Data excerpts
────────────────
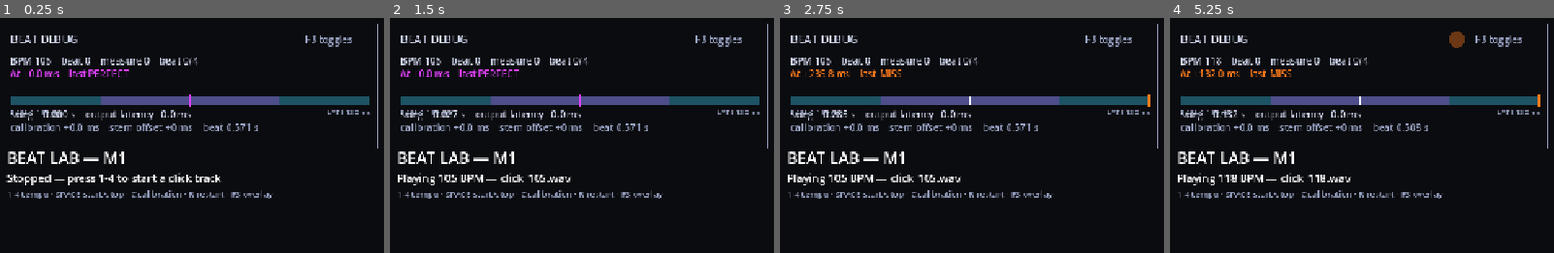
Above: before the commit, frames 1-4 (left to right).
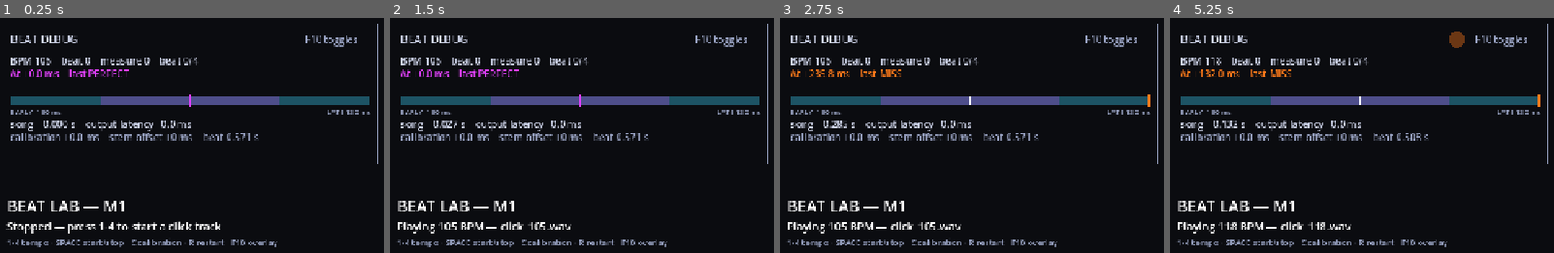
Above: after the commit, the same moments.

Repository: jcv-dev/cosmic-spin-cycle
Game: Godot game, scene res://scenes/dev/BeatLab.tscn
The game is run twice, just before and just after one commit, with the same random seed, the same clock (stepped at 60 frames per second) and the same inputs. This scene is started directly instead of the project's main scene.
Inputs (mouse positions are in pixels of both pictures, inside the frame that each line leads up to):
- Up to frame 1 (0.25 s): no input
- Up to frame 2 (1.5 s): tap Enter at 0.5 s; move the mouse to (outside the picture) at 0.52 s; hold D (move_right) 0.53-1.25 s; hold Space (grab_throw) 0.53-1.25 s; click (outside the picture) at 0.67 s; drag from (outside the picture) to (outside the picture) at 1.27 s
- Up to frame 3 (2.75 s): move the mouse to (outside the picture) at 2.02 s; hold D (move_right) from 2.03 s (still down); tap Alt at 2.1 s
- Up to frame 4 (5.25 s): release D (move_right) at 2.75 s; drag from (outside the picture) to (1315, 166) at 2.77 s; move the mouse to (outside the picture) at 3.52 s; hold A (move_left) 3.53-4.25 s; tap R at 3.6 s; tap F1 (debug_f1) at 4.15 s; drag from (1315, 166) to (1434, 123) at 4.27 s; move the mouse to (outside the picture) at 5.02 s; hold S (move_down) from 5.03 s (still down); tap 2 at 5.1 s; click (outside the picture) at 5.17 s

The runs differ from the first frame. In frame 1, 8.3% of the frame differs, in the area x 1-99%, y 7-98%; in frame 2, 7.9%; in frame 3, 7.9%; in frame 4, 8.0%.

Commit message:
fix(ui): debug overlay spacing and BeatLab layout below the panel

Diff:
--- a/scenes/dev/BeatLab.tscn
+++ b/scenes/dev/BeatLab.tscn
@@ -25,7 +25,7 @@
 [node name="TitleLabel" type="Label" parent="."]
 layout_mode = 0
 offset_left = 24.0
-offset_top = 220.0
+offset_top = 300.0
 offset_right = 700.0
 offset_bottom = 252.0
 theme_override_font_sizes/font_size = 26
@@ -35,7 +35,7 @@
 unique_name_in_owner = true
 layout_mode = 0
 offset_left = 24.0
-offset_top = 258.0
+offset_top = 338.0
 offset_right = 900.0
 offset_bottom = 282.0
 theme_override_font_sizes/font_size = 18
@@ -44,12 +44,12 @@
 [node name="HintLabel" type="Label" parent="."]
 layout_mode = 0
 offset_left = 24.0
-offset_top = 288.0
+offset_top = 368.0
 offset_right = 900.0
 offset_bottom = 306.0
 theme_override_font_sizes/font_size = 14
 theme_override_colors/font_color = Color(0.603922, 0.643137, 0.768627, 1)
-text = "1-4 tempo · SPACE start/stop · C calibration · R restart · F3 overlay"
+text = "1-4 tempo · SPACE start/stop · C calibration · R restart · F10 overlay"
 
 [node name="DebugOverlay" parent="." instance=ExtResource("2_overlay")]
 unique_name_in_owner = true
--- a/scripts/ui/BeatLab.gd
+++ b/scripts/ui/BeatLab.gd
@@ -8,7 +8,7 @@
 
 const BPM_KEYS: Array[int] = [KEY_1, KEY_2, KEY_3, KEY_4]
 const STATUS_IDLE := "Stopped — press 1-4 to start a click track"
-const HINT_TEXT := "1-4 tempo · SPACE start/stop · C calibration · R restart · F3 overlay"
+const HINT_TEXT := "1-4 tempo · SPACE start/stop · C calibration · R restart · F10 overlay"
 
 var _bpm := Config.PHASE_BPM[0]
 var _was_playing_before_calibration := false
--- a/scripts/ui/DebugOverlay.gd
+++ b/scripts/ui/DebugOverlay.gd
@@ -21,7 +21,7 @@
 const LATE_TEXT := "LATE"
 
 const PANEL_POSITION := Vector2(16.0, 16.0)
-const PANEL_SIZE := Vector2(620.0, 206.0)
+const PANEL_SIZE := Vector2(620.0, 232.0)
 const PADDING := 14.0
 const BAR_HEIGHT := 14.0
 const BAR_WIDTH := 592.0
@@ -152,7 +152,7 @@
 	draw_string(
 		font,
 		Vector2(PANEL_POSITION.x + PANEL_SIZE.x - 120.0, y),
-		"F3 toggles",
+		"F10 toggles",
 		HORIZONTAL_ALIGNMENT_LEFT,
 		-1,
 		TEXT_SIZE,
@@ -207,7 +207,7 @@
 	y += LINE_GAP * 1.4
 	_draw_window_bar(Vector2(x, y), grade)
 
-	y += BAR_HEIGHT + LINE_GAP
+	y += BAR_HEIGHT + LINE_GAP + 16.0
 	draw_string(
 		font,
 		Vector2(x, y),
────────────────
### Instructions for the task
Set down nothing but the lines from the one with "const PADDING := 14.0" through the end of the records, keeping each line exactly as written and including both ends.

### Answer to this exercise
 const PADDING := 14.0
 const BAR_HEIGHT := 14.0
 const BAR_WIDTH := 592.0
@@ -152,7 +152,7 @@
 	draw_string(
 		font,
 		Vector2(PANEL_POSITION.x + PANEL_SIZE.x - 120.0, y),
-		"F3 toggles",
+		"F10 toggles",
 		HORIZONTAL_ALIGNMENT_LEFT,
 		-1,
 		TEXT_SIZE,
@@ -207,7 +207,7 @@
 	y += LINE_GAP * 1.4
 	_draw_window_bar(Vector2(x, y), grade)
 
-	y += BAR_HEIGHT + LINE_GAP
+	y += BAR_HEIGHT + LINE_GAP + 16.0
 	draw_string(
 		font,
 		Vector2(x, y),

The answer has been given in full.